--- MATERIAL FOR THIS EXERCISE Enclosed Below ---

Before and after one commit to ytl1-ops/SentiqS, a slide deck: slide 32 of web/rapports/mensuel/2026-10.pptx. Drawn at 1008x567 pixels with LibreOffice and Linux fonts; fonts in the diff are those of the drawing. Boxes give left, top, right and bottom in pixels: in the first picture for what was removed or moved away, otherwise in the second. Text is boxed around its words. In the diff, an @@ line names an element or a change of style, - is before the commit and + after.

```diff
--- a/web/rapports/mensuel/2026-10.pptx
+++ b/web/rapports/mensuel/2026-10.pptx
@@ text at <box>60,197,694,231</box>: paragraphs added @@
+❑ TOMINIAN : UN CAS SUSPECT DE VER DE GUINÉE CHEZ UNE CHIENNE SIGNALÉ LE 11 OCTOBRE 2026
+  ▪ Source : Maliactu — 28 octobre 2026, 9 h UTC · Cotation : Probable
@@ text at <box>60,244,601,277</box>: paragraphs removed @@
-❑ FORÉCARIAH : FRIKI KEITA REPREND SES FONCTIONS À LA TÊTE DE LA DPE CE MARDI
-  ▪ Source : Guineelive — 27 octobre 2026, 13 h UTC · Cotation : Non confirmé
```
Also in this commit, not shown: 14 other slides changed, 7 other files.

--- End of Enclosed MATERIAL FOR THIS EXERCISE ---
--- MATERIAL FOR THIS EXERCISE Enclosed Below ---

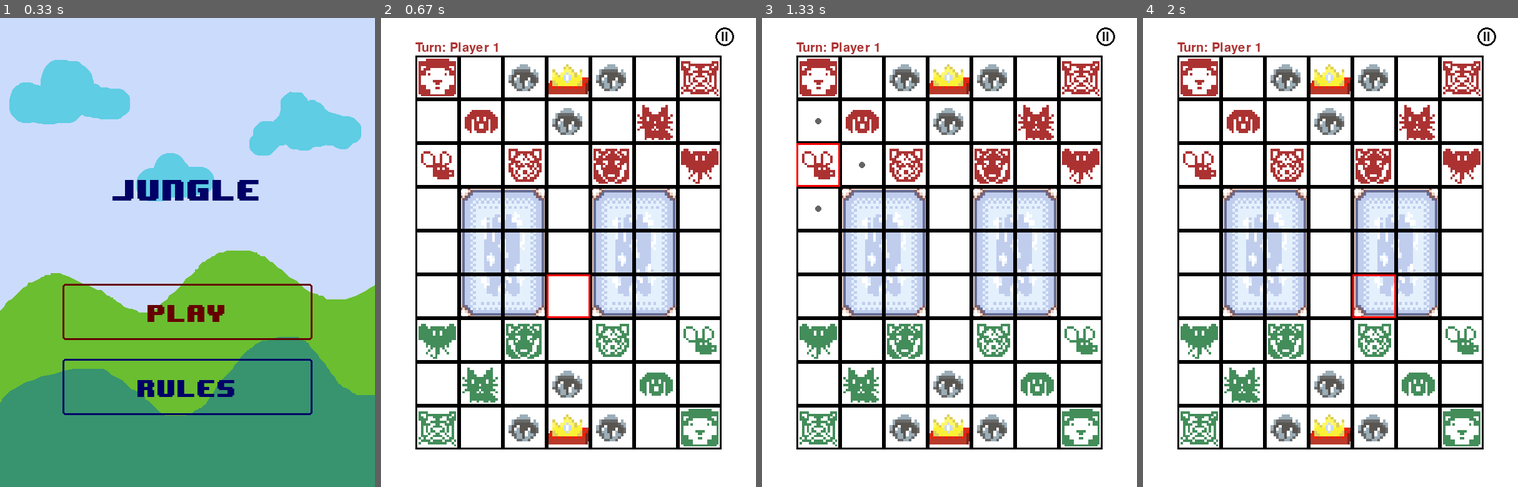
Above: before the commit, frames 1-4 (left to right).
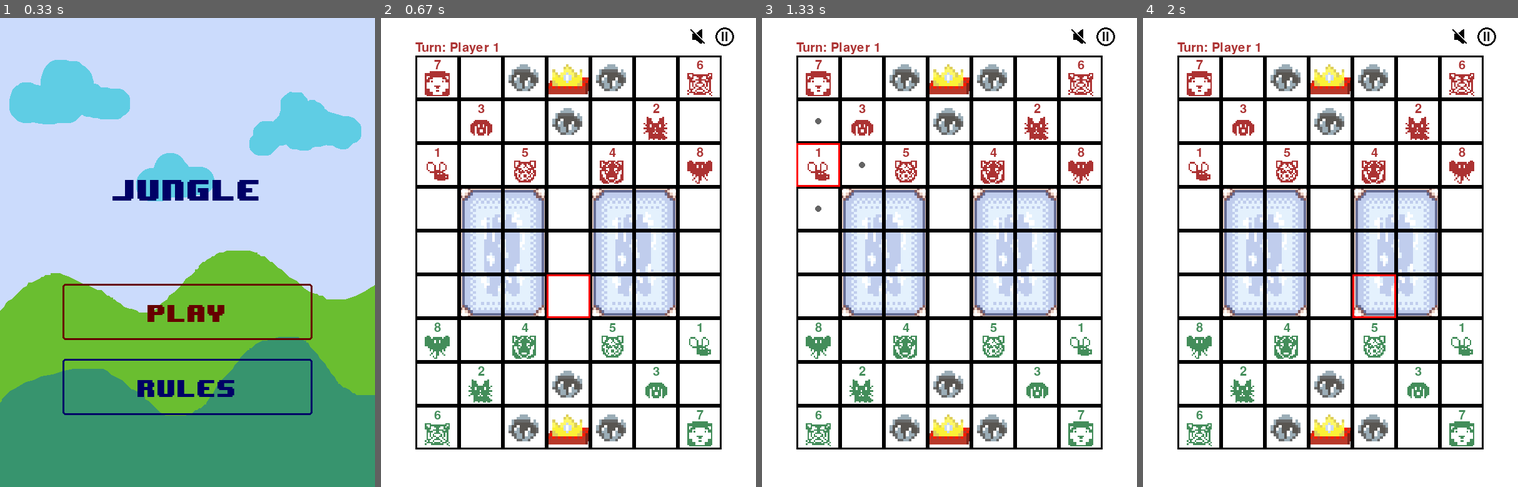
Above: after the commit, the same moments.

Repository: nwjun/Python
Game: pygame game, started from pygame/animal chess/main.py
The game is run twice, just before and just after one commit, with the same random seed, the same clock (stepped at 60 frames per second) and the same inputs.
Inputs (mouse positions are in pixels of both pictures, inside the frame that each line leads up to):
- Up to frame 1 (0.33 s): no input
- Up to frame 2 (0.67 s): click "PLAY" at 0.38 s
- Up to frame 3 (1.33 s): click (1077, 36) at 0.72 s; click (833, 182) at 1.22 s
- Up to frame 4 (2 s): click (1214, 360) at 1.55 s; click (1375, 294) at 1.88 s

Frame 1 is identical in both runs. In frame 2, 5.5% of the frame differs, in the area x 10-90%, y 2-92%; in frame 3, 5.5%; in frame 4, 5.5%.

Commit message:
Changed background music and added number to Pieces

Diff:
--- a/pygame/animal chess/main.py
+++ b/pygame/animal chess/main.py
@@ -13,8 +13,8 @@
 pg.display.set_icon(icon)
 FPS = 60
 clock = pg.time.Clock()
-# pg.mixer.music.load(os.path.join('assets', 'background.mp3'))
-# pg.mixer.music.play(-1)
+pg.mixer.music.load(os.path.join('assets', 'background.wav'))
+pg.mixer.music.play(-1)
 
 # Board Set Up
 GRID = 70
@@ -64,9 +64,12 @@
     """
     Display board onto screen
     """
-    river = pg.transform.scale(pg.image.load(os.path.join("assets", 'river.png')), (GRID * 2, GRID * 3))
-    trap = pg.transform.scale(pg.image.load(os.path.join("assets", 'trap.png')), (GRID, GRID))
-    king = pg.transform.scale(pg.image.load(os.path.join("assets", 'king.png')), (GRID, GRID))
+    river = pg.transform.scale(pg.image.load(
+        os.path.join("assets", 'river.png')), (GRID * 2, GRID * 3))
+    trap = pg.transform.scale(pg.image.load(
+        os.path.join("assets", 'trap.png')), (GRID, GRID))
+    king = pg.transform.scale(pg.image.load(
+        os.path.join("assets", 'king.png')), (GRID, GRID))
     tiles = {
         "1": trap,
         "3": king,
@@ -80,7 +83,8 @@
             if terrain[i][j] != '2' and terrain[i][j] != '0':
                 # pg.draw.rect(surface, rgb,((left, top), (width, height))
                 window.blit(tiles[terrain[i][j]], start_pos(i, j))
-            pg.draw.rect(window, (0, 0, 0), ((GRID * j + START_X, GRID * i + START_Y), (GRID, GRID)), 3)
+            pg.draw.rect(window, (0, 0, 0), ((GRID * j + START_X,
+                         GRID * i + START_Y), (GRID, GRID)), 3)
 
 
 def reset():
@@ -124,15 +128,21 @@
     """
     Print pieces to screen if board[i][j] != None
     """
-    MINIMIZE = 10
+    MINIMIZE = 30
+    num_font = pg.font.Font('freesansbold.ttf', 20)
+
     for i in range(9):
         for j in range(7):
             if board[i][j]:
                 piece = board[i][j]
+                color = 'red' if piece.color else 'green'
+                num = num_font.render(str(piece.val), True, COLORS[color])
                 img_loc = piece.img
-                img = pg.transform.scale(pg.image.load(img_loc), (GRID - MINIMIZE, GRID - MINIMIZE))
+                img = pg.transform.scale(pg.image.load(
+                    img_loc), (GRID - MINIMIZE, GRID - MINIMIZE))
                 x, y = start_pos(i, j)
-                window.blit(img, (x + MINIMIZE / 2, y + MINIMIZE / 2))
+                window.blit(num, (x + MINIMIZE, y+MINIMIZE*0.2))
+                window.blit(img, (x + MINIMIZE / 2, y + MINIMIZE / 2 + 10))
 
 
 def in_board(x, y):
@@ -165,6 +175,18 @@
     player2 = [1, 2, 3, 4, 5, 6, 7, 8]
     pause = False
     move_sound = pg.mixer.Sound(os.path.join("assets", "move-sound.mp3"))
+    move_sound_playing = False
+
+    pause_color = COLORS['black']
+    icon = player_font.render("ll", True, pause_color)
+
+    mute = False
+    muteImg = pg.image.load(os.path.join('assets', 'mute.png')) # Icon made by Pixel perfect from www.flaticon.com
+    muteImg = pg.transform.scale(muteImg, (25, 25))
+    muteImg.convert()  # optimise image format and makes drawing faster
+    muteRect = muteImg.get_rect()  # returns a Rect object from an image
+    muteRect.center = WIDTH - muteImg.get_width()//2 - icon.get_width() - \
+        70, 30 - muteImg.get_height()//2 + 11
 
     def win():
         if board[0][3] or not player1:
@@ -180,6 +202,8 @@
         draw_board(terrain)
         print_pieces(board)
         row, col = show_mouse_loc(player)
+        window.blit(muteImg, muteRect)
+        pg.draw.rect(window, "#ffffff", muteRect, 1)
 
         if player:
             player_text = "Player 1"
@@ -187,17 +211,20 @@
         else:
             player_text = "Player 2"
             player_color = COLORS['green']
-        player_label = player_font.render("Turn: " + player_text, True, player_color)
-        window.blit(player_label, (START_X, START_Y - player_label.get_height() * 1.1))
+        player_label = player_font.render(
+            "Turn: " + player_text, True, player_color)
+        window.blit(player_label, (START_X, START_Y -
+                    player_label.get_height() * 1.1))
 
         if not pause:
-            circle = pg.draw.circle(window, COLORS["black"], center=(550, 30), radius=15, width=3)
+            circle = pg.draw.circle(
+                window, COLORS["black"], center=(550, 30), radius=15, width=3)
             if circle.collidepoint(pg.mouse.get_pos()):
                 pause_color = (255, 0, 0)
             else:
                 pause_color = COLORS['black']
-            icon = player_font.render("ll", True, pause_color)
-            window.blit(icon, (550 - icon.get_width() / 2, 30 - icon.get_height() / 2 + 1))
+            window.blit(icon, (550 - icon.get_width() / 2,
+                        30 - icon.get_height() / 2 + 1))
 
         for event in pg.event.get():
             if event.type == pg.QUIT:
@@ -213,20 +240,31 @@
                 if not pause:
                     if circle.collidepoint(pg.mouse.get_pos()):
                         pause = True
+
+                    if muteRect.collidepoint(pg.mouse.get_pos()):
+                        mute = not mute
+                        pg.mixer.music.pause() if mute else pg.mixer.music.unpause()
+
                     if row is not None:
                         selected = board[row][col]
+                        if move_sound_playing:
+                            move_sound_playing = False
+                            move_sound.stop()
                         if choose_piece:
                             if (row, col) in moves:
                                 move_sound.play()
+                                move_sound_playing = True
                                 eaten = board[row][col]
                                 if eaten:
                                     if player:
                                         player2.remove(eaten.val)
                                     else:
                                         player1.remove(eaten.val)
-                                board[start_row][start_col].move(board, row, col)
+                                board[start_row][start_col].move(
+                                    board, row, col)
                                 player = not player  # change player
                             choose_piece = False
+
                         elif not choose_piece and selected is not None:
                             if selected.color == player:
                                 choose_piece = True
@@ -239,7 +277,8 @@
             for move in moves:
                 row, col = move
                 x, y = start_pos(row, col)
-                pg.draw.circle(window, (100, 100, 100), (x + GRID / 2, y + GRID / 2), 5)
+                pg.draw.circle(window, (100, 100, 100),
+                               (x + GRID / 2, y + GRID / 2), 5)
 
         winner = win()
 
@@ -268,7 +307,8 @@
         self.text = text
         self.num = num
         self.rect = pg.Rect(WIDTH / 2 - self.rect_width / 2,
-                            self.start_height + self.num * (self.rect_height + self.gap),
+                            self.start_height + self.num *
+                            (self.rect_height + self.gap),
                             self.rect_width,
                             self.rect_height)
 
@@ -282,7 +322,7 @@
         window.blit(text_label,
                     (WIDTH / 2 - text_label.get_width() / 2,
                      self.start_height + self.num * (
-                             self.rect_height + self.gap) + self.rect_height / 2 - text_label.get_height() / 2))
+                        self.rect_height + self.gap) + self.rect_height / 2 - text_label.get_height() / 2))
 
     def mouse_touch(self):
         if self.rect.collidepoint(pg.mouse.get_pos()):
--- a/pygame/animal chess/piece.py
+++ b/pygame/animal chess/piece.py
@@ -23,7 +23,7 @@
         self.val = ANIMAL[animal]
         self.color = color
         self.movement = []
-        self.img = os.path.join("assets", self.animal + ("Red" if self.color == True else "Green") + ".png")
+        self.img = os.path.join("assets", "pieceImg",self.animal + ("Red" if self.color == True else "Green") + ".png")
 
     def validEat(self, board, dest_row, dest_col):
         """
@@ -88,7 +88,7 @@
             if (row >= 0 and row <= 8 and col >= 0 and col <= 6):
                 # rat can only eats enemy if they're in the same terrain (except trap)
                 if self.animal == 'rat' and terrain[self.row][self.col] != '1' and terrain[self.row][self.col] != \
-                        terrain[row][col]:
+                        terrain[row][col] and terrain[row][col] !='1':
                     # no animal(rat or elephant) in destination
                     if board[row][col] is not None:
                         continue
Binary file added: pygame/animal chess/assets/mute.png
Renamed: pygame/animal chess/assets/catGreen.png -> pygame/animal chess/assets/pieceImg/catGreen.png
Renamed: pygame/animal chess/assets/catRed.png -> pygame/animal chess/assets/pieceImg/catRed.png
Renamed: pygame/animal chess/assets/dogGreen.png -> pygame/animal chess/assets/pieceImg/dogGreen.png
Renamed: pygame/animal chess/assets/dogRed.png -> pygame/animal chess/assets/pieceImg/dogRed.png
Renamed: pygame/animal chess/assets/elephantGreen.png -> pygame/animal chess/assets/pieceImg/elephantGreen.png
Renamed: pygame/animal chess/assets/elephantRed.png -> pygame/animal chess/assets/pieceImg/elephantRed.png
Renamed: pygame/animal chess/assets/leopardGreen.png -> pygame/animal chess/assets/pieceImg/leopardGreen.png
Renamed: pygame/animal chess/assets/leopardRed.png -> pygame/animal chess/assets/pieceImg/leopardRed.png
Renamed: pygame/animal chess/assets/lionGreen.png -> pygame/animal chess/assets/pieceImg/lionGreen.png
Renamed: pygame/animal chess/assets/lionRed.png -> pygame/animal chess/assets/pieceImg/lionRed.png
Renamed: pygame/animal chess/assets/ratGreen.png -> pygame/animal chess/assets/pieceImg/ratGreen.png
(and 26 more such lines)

--- End of Enclosed MATERIAL FOR THIS EXERCISE ---

• **WHAT IS REQUIRED**: Only the lines that hold the word "tiles" are wanted; each should be pulled from the records.

• **SOLVED EXERCISE**:
     tiles = {
                 window.blit(tiles[terrain[i][j]], start_pos(i, j))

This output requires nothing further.